**WHAT IS EXPECTED**
Everything in the records except the pictures should come back exactly as written.

**THE DATA**
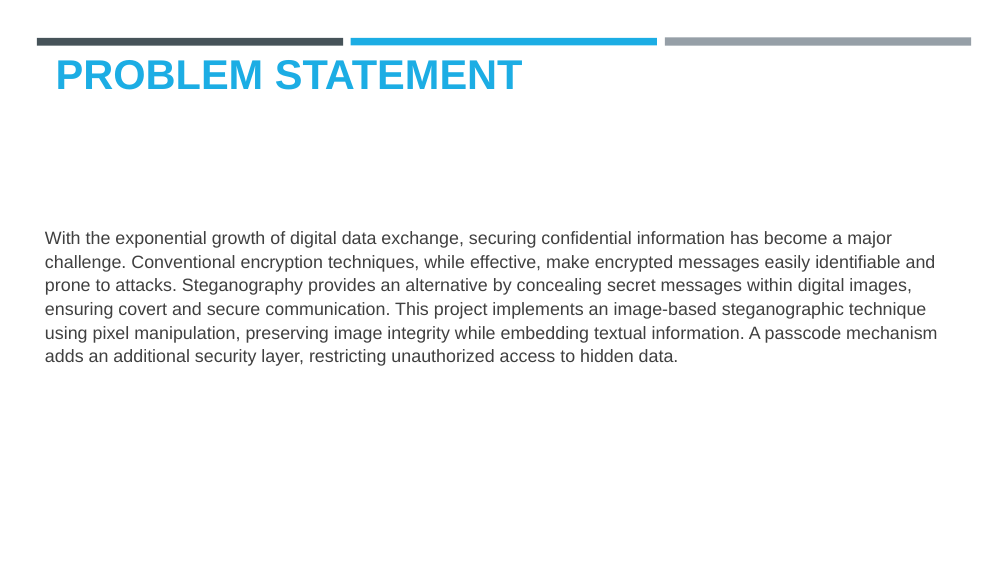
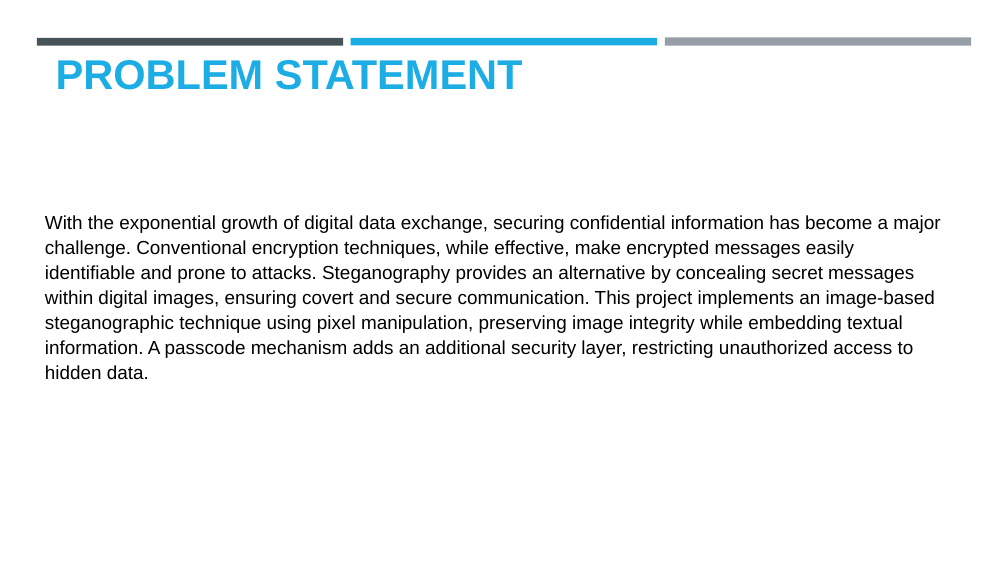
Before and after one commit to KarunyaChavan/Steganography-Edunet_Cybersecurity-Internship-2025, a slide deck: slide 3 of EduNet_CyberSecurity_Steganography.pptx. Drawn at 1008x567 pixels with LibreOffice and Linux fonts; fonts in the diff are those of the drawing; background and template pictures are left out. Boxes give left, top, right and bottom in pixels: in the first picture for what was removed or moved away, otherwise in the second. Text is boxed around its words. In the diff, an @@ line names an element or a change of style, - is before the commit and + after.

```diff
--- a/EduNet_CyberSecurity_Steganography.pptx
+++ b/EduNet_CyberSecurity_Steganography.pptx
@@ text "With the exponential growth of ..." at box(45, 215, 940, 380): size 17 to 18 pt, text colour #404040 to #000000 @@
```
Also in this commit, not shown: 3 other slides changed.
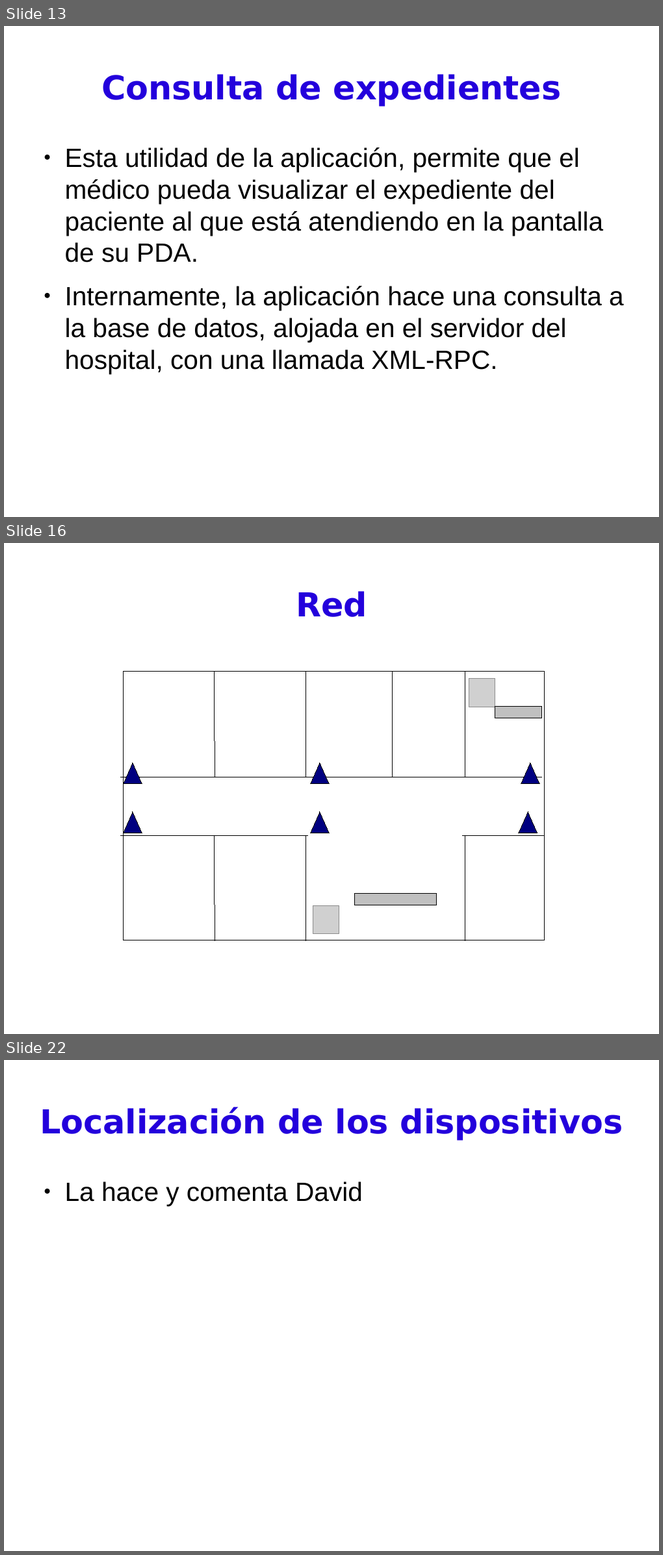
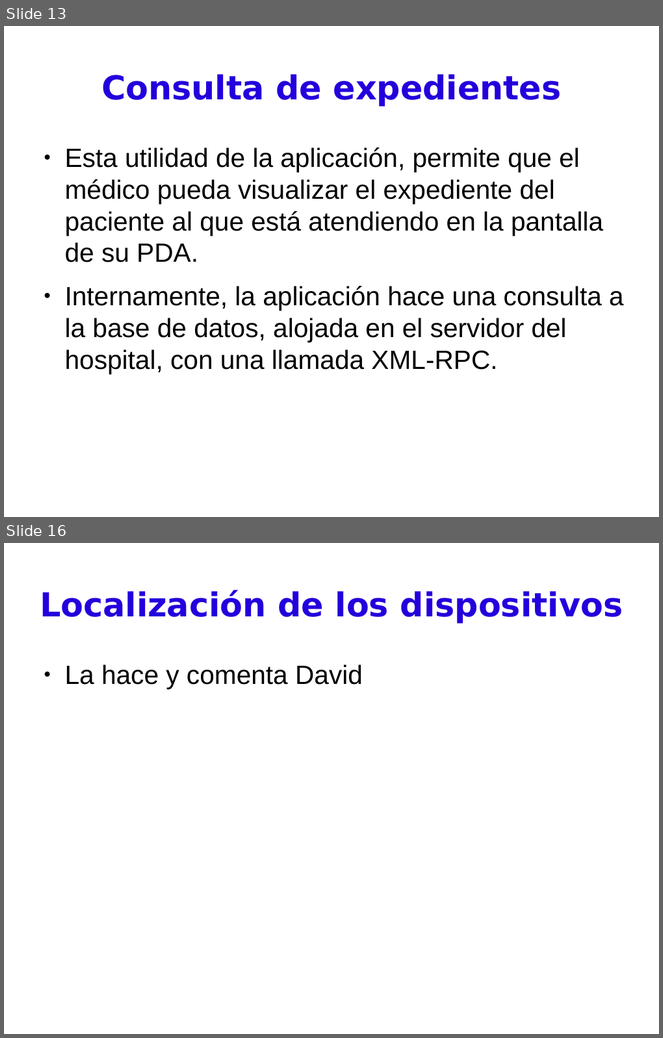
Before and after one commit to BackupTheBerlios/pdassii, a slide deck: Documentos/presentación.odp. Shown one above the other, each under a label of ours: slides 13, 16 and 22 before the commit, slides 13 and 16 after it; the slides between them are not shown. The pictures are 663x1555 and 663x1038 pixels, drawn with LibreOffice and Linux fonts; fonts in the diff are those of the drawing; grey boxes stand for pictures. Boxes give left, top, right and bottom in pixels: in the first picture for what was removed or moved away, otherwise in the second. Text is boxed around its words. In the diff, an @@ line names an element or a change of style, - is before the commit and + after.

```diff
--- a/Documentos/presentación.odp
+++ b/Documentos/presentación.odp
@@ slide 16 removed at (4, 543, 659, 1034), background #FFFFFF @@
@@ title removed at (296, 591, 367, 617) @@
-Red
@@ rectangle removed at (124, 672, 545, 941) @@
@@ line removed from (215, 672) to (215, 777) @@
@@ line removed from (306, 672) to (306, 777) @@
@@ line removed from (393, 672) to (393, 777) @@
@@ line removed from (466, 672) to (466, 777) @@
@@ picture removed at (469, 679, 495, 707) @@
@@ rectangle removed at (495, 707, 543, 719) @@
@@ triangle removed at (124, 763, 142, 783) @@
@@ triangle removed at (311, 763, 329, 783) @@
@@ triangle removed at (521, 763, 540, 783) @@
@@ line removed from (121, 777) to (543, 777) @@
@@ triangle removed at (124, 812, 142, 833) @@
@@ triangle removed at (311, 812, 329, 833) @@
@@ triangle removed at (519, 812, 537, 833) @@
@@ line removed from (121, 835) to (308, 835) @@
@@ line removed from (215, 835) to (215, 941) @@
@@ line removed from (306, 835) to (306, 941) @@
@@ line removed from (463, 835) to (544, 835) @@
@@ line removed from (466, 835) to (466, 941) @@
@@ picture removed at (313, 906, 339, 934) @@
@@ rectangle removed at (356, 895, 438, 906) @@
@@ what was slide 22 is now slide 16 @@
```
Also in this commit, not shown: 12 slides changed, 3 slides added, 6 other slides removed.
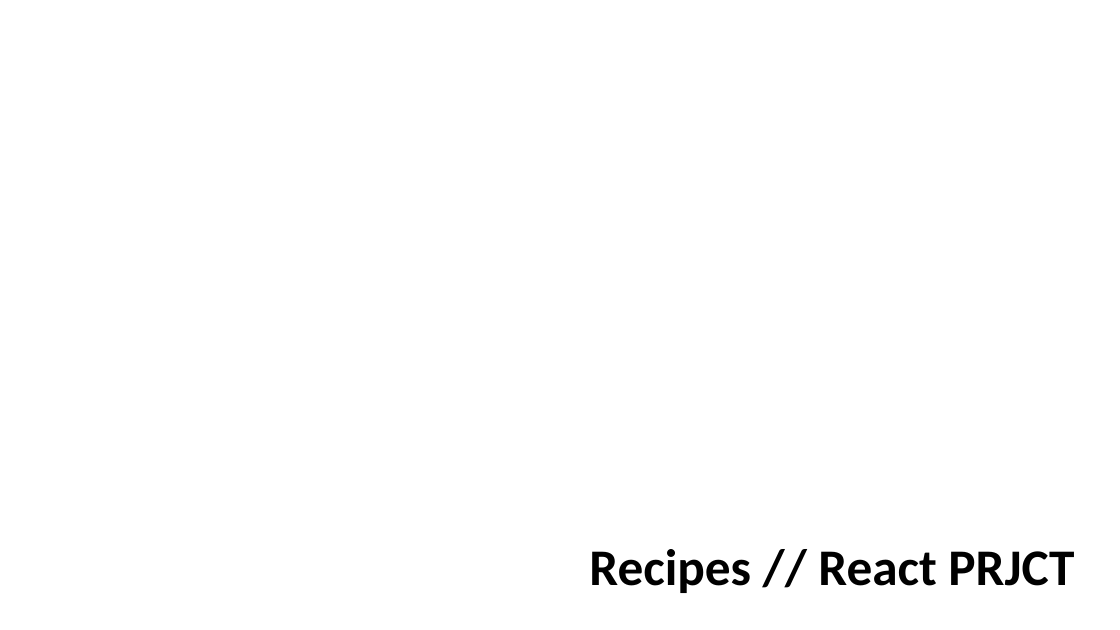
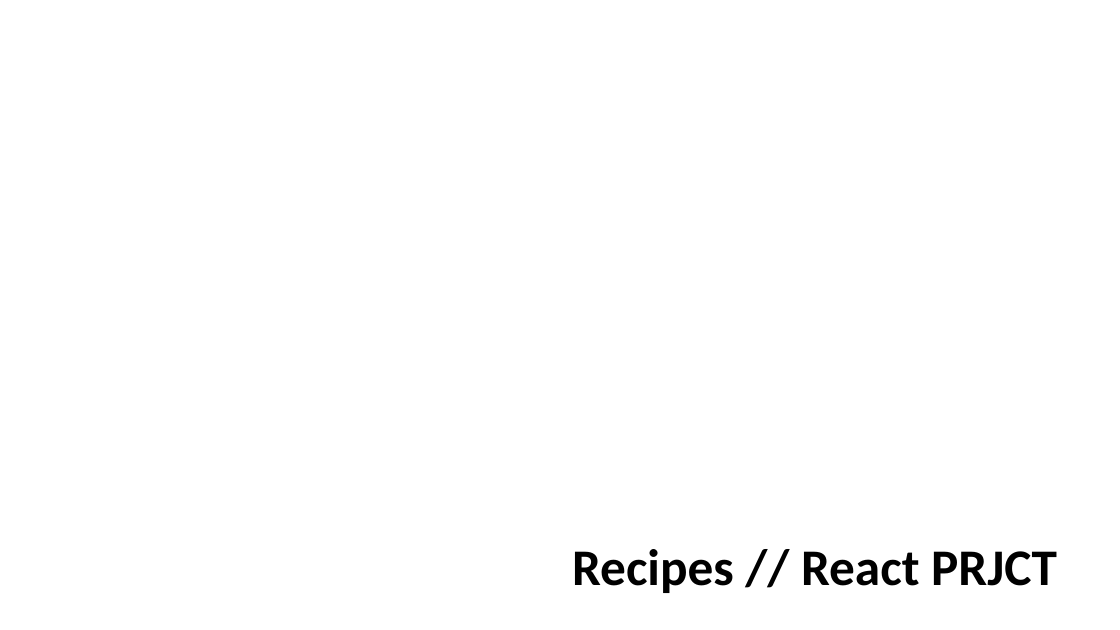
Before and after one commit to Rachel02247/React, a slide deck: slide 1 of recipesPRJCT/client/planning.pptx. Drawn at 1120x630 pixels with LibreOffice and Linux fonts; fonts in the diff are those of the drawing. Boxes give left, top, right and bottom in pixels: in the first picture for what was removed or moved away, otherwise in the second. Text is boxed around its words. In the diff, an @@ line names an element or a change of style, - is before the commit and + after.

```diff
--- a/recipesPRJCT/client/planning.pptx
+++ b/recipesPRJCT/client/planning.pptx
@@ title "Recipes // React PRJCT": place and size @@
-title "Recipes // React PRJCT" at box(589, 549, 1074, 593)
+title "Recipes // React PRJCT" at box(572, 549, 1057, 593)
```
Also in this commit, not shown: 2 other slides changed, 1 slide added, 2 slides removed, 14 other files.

**TASK ANSWER**
Before and after one commit to KarunyaChavan/Steganography-Edunet_Cybersecurity-Internship-2025, a slide deck: slide 3 of EduNet_CyberSecurity_Steganography.pptx. Drawn at 1008x567 pixels with LibreOffice and Linux fonts; fonts in the diff are those of the drawing; background and template pictures are left out. Boxes give left, top, right and bottom in pixels: in the first picture for what was removed or moved away, otherwise in the second. Text is boxed around its words. In the diff, an @@ line names an element or a change of style, - is before the commit and + after.

```diff
--- a/EduNet_CyberSecurity_Steganography.pptx
+++ b/EduNet_CyberSecurity_Steganography.pptx
@@ text "With the exponential growth of ..." at box(45, 215, 940, 380): size 17 to 18 pt, text colour #404040 to #000000 @@
```
Also in this commit, not shown: 3 other slides changed.
Before and after one commit to BackupTheBerlios/pdassii, a slide deck: Documentos/presentación.odp. Shown one above the other, each under a label of ours: slides 13, 16 and 22 before the commit, slides 13 and 16 after it; the slides between them are not shown. The pictures are 663x1555 and 663x1038 pixels, drawn with LibreOffice and Linux fonts; fonts in the diff are those of the drawing; grey boxes stand for pictures. Boxes give left, top, right and bottom in pixels: in the first picture for what was removed or moved away, otherwise in the second. Text is boxed around its words. In the diff, an @@ line names an element or a change of style, - is before the commit and + after.

```diff
--- a/Documentos/presentación.odp
+++ b/Documentos/presentación.odp
@@ slide 16 removed at (4, 543, 659, 1034), background #FFFFFF @@
@@ title removed at (296, 591, 367, 617) @@
-Red
@@ rectangle removed at (124, 672, 545, 941) @@
@@ line removed from (215, 672) to (215, 777) @@
@@ line removed from (306, 672) to (306, 777) @@
@@ line removed from (393, 672) to (393, 777) @@
@@ line removed from (466, 672) to (466, 777) @@
@@ picture removed at (469, 679, 495, 707) @@
@@ rectangle removed at (495, 707, 543, 719) @@
@@ triangle removed at (124, 763, 142, 783) @@
@@ triangle removed at (311, 763, 329, 783) @@
@@ triangle removed at (521, 763, 540, 783) @@
@@ line removed from (121, 777) to (543, 777) @@
@@ triangle removed at (124, 812, 142, 833) @@
@@ triangle removed at (311, 812, 329, 833) @@
@@ triangle removed at (519, 812, 537, 833) @@
@@ line removed from (121, 835) to (308, 835) @@
@@ line removed from (215, 835) to (215, 941) @@
@@ line removed from (306, 835) to (306, 941) @@
@@ line removed from (463, 835) to (544, 835) @@
@@ line removed from (466, 835) to (466, 941) @@
@@ picture removed at (313, 906, 339, 934) @@
@@ rectangle removed at (356, 895, 438, 906) @@
@@ what was slide 22 is now slide 16 @@
```
Also in this commit, not shown: 12 slides changed, 3 slides added, 6 other slides removed.
Before and after one commit to Rachel02247/React, a slide deck: slide 1 of recipesPRJCT/client/planning.pptx. Drawn at 1120x630 pixels with LibreOffice and Linux fonts; fonts in the diff are those of the drawing. Boxes give left, top, right and bottom in pixels: in the first picture for what was removed or moved away, otherwise in the second. Text is boxed around its words. In the diff, an @@ line names an element or a change of style, - is before the commit and + after.

```diff
--- a/recipesPRJCT/client/planning.pptx
+++ b/recipesPRJCT/client/planning.pptx
@@ title "Recipes // React PRJCT": place and size @@
-title "Recipes // React PRJCT" at box(589, 549, 1074, 593)
+title "Recipes // React PRJCT" at box(572, 549, 1057, 593)
```
Also in this commit, not shown: 2 other slides changed, 1 slide added, 2 slides removed, 14 other files.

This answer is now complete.